Adrian Maginn

Personal information
- Born: 1953 (age 72–73)
- Years active: 1967-78

Sport
- Country: Australia
- Sport: Rowing
- Club: Mercantile Rowing Club Melbourne Uni Boat Club

Medal record
Men's rowing
Representing Australia
World Rowing Championships
| Bronze medal – third place | 1978 Copenhagen | LM8+ |

= Adrian Maginn =

Australian rowing cox and coach

Adrian Maginn (born 1953 in Melbourne) is an Australian former rowing coxswain and rowing coach. He was a five-time national champion and won a bronze medal at the 1978 World Rowing Championships.

==Club and state rowing==
Maginn's rowing association with the Mercantile Rowing Club started as a thirteen year old in 1967 before he took up coxing at school. He then coxed the St Kevin's College, Melbourne first VIII for three consecutive years from 1968 to 1970.

As a seventeen year old in his first year out of school Maginn took up the ropes of the 1971 Victorian senior men's eight contesting the King's Cup at the 1971 Interstate Regatta within the Australian Rowing Championships. That crew came home over South Australia in the final 500m and Maginn won his first Australian Championship title - a King's Cup victory. Maginn steered other Victorian eights contesting the King's Cup in 1972, 1973 and 1977 to places but no victories.

In 1970 and 1974 he competed at the Australian Rowing Championships in Mercantile men's junior eights. The 1974 eight won that championship title. In 1975 in Mercantile colours he won a national championship in the stern of a second-grade eight. 1976 saw him in a composite Monash/MUBC coxed four which competed at the Australian Championships and he coxed another Monash/MUBC four to a second place in 1977.

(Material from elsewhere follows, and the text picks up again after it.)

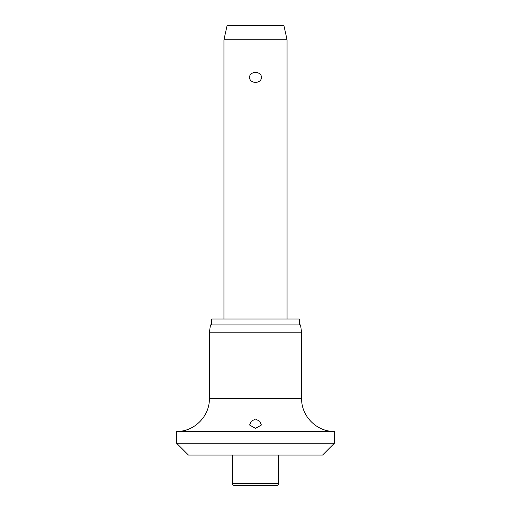 <?xml version="1.0" encoding="UTF-8"?>
<svg xmlns="http://www.w3.org/2000/svg" width="511" height="511" viewBox="0 0 511 511"><rect width="100%" height="100%" fill="white"/><g stroke="black" fill="none" stroke-linecap="round" stroke-linejoin="round"><path stroke-width="0.77" d="M176.614 443.248L334.386 443.248L322.55 455.077L188.45 455.077L176.614 443.248L176.614 431.412L334.386 431.412C316.89 431.865 301.196 416.171 301.65 398.676L209.35 398.676C209.804 416.171 194.11 431.865 176.614 431.412M255.5 428.359L249.585 425.024L251.278 421.256L255.5 419.033L259.729 421.268L261.415 425.024L255.5 428.359M209.35 332.808L210.462 324.919L300.538 324.919L301.65 332.808L209.35 332.808L209.35 398.676M299.357 324.919L299.357 319.005L211.643 319.005L211.643 324.919M278.572 483.476A1.974 1.974 0 0 1 276.604 485.45L234.396 485.45A1.974 1.974 0 0 1 232.428 483.476L278.572 483.476L278.572 455.077M223.946 39.749L227.101 25.55L283.899 25.55L287.054 39.749L223.946 39.749L223.946 319.005M255.5 82.348C252.006 82.277 249.936 80.636 249.291 77.417C249.936 74.197 252.006 72.556 255.5 72.485C258.994 72.556 261.064 74.197 261.709 77.417C261.064 80.636 258.994 82.277 255.5 82.348M232.428 455.077L232.428 483.476M287.054 39.749L287.054 319.005M301.65 398.676L301.65 332.808M334.386 443.248L334.386 431.412"/></g></svg>

In 1977 Maginn moved to the Melbourne University Boat Club and to an involvement in their lightweight program. He was in the stern of the 1978 MUBC lightweight eight which won the national championship that year and was selected to cox the Victorian state lightweight four which won in that last year when the interstate lightweight title was contested in a coxed boat. In 1979 he coxed a Mercantile/MUBC lightweight eight to second place in their national title attempt at the Australian Rowing Championships.

==International representative rowing==
Maginn made his sole Australian representative appearance at the 1978 World Rowing Championships - a lightweight only championships - in Copenhagen. He steered the Australian lightweight eight to a bronze medal.

==Coaching career==
Maginn carried on coaching at the MUBC after his coxing career ceased. He coached the 1980 MUBC eight to victory at the 1980 Intervarsity Championships in Canberra. In 1981 he coached the Victorian state youth eight which contested the Noel Wilkinson Trophy at the 1981 Interstate Regatta.

He has had a long association with Masters rowing at the Melbourne University Boat Club.